HUMAP: Hierarchical Uniform Manifold Approximation and Projection
Wilson E. Marcílio-Jr, Danilo M. Eler, Fernando V. Paulovich, Rafael M. Martins
TL;DR
HUMAP tackles the need for scalable, multi-scale visualization of high-dimensional data by introducing a hierarchical dimensionality reduction framework that preserves both local and global structure while maintaining a stable mental map across levels. It builds a bottom-up hierarchy using a kernel-based similarity $p_{i|j}=e^{-(d(x_i,x_j)-\rho_i)/\sigma_i}$ with a fixed $k$ and random walks to identify landmarks, then generates level-specific embeddings with a UMAP-like objective guided by higher-level coordinates; a controlled movement parameter $\theta$ preserves layout continuity during drill-down.
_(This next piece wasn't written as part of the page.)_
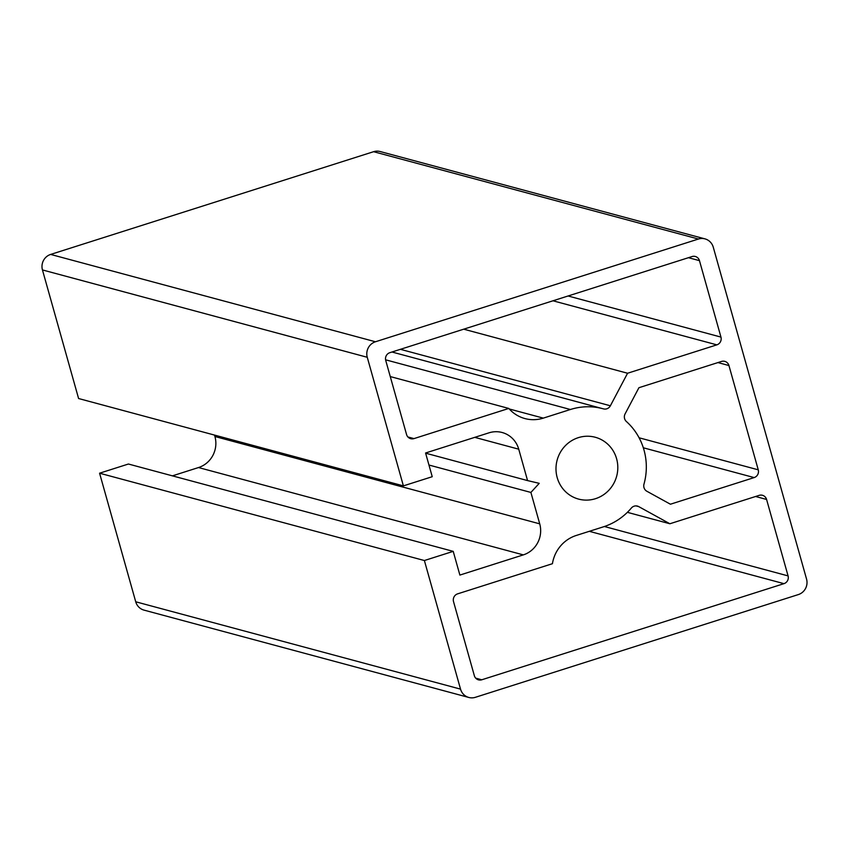 <?xml version="1.0" encoding="UTF-8"?>
<svg xmlns="http://www.w3.org/2000/svg" width="849" height="849" viewBox="0 0 849 849"><rect width="100%" height="100%" fill="white"/><g stroke="black" fill="none" stroke-linecap="round" stroke-linejoin="round"><path stroke-width="1.27" d="M557.199 477.616A32.029 30.829 -74.9 0 1 564.946 446.118A32.029 30.829 -74.9 0 1 595.213 437.246A32.029 30.829 -74.9 0 1 616.597 458.725A32.029 30.829 -74.9 0 1 608.86 490.223A32.029 30.829 -74.9 0 1 578.583 499.095A32.029 30.829 -74.9 0 1 557.199 477.616M646.842 491.242A6.219 5.985 -74.9 0 1 643.977 484.142A61.563 59.271 105.1 0 0 626.36 421.486A6.219 5.985 -74.9 0 1 625.097 413.877L638.926 387.706L721.512 361.441A6.219 5.985 -74.9 0 1 728.941 365.537L758.253 469.826A6.219 5.985 -74.9 0 1 754.156 477.584L670.413 504.221L646.842 491.242M432.237 476.703L403.392 485.872L367.256 357.28A12.438 11.971 -74.9 0 1 375.46 341.765L698.409 239.036A12.438 11.971 -74.9 0 1 713.277 247.218L806.55 579.06A12.438 11.971 -74.9 0 1 798.347 594.576L475.398 697.305A12.438 11.971 -74.9 0 1 460.529 689.123L424.383 560.531L453.217 551.362L459.882 575.07L523.324 554.885A24.876 23.952 105.1 0 0 539.72 523.844L530.901 492.441L539.221 483.336L527.569 480.587L518.739 449.185A24.876 23.952 105.1 0 0 502.13 432.502A24.876 23.952 105.1 0 0 489.003 432.82L425.572 452.995L432.237 476.703M704.967 238.877L380.172 151.536A12.438 11.971 -74.9 0 0 373.602 151.695L50.653 254.424A12.438 11.971 -74.9 0 0 42.45 269.94L78.596 398.531L403.392 485.872M468.828 697.464L144.033 610.123A12.438 11.971 -74.9 0 1 135.723 601.782L99.577 473.201L424.383 560.531M99.577 473.201L128.422 464.021L453.217 551.362M172.411 475.854L198.517 467.544A24.876 23.952 105.1 0 0 214.924 436.513L214.521 435.081M428.947 465.029L530.901 492.441M425.625 453.175L527.569 480.587M610.378 405.78A6.219 5.985 -74.9 0 1 603.448 408.868A61.563 59.271 105.1 0 0 602.886 408.719A61.563 59.271 105.1 0 0 570.411 409.505L543.307 418.122A34.82 33.525 -74.9 0 1 524.937 418.568A34.82 33.525 -74.9 0 1 508.795 408.443L413.983 438.604A6.219 5.985 -74.9 0 1 406.554 434.518L385.733 360.443A6.219 5.985 -74.9 0 1 389.829 352.685L692.02 256.557A6.219 5.985 -74.9 0 1 699.459 260.643L720.95 337.085A6.219 5.985 -74.9 0 1 716.843 344.853L627.57 373.242L610.378 405.78L400.41 349.321M463.703 329.179L627.57 373.242M390.264 376.574L508.795 408.443M603.395 526.836A61.563 59.271 105.1 0 0 631.338 508.063A6.219 5.985 -74.9 0 1 638.724 506.609L669.882 523.759L759.155 495.36A6.219 5.985 -74.9 0 1 766.583 499.456L788.074 575.898A6.219 5.985 -74.9 0 1 783.967 583.656L481.776 679.784A6.219 5.985 -74.9 0 1 474.347 675.687L453.525 601.623A6.219 5.985 -74.9 0 1 457.622 593.854L552.434 563.704A34.82 33.525 -74.9 0 1 576.291 535.454L603.395 526.836M627.379 512.329L669.882 523.759M42.45 269.94L367.256 357.28M50.653 254.424L375.46 341.765M373.602 151.695L698.409 239.036M135.723 601.782L460.529 689.123M198.517 467.544L523.324 554.885M214.924 436.513L539.72 523.844M474.75 437.352L518.739 449.185M552.975 300.79L716.843 344.853M568.077 295.983L720.95 337.085M688.465 257.693L699.459 260.643M407.902 436.97L413.983 438.604M509.262 408.974L543.307 418.122M385.584 359.806L570.411 409.505M717.946 362.576L728.941 365.537M643.33 447.784L754.156 477.584M639.095 437.787L758.253 469.826M475.695 678.149L481.776 679.784M589.312 531.315L783.967 583.656M604.392 526.507L788.074 575.898M755.589 496.495L766.583 499.456M636.06 505.898L638.724 506.609M391.973 352.006L602.886 408.719"/></g></svg>

The method supports subset projection through a principled association of non-landmark points to landmarks and propagates representations across levels, enabling progressive analysis as demonstrated in a COVID-19 tweet case study. Empirical results on MNIST, FMNIST, Mammals, and Embryoid Body show HUMAP offers competitive runtimes and superior hierarchical structure preservation, with reproducibility and scalability considerations discussed for practical deployment.
Abstract
Dimensionality reduction (DR) techniques help analysts to understand patterns in high-dimensional spaces. These techniques, often represented by scatter plots, are employed in diverse science domains and facilitate similarity analysis among clusters and data samples. For datasets containing many granularities or when analysis follows the information visualization mantra, hierarchical DR techniques are the most suitable approach since they present major structures beforehand and details on demand. This work presents HUMAP, a novel hierarchical dimensionality reduction technique designed to be flexible on preserving local and global structures and preserve the mental map throughout hierarchical exploration. We provide empirical evidence of our technique's superiority compared with current hierarchical approaches and show a case study applying HUMAP for dataset labelling.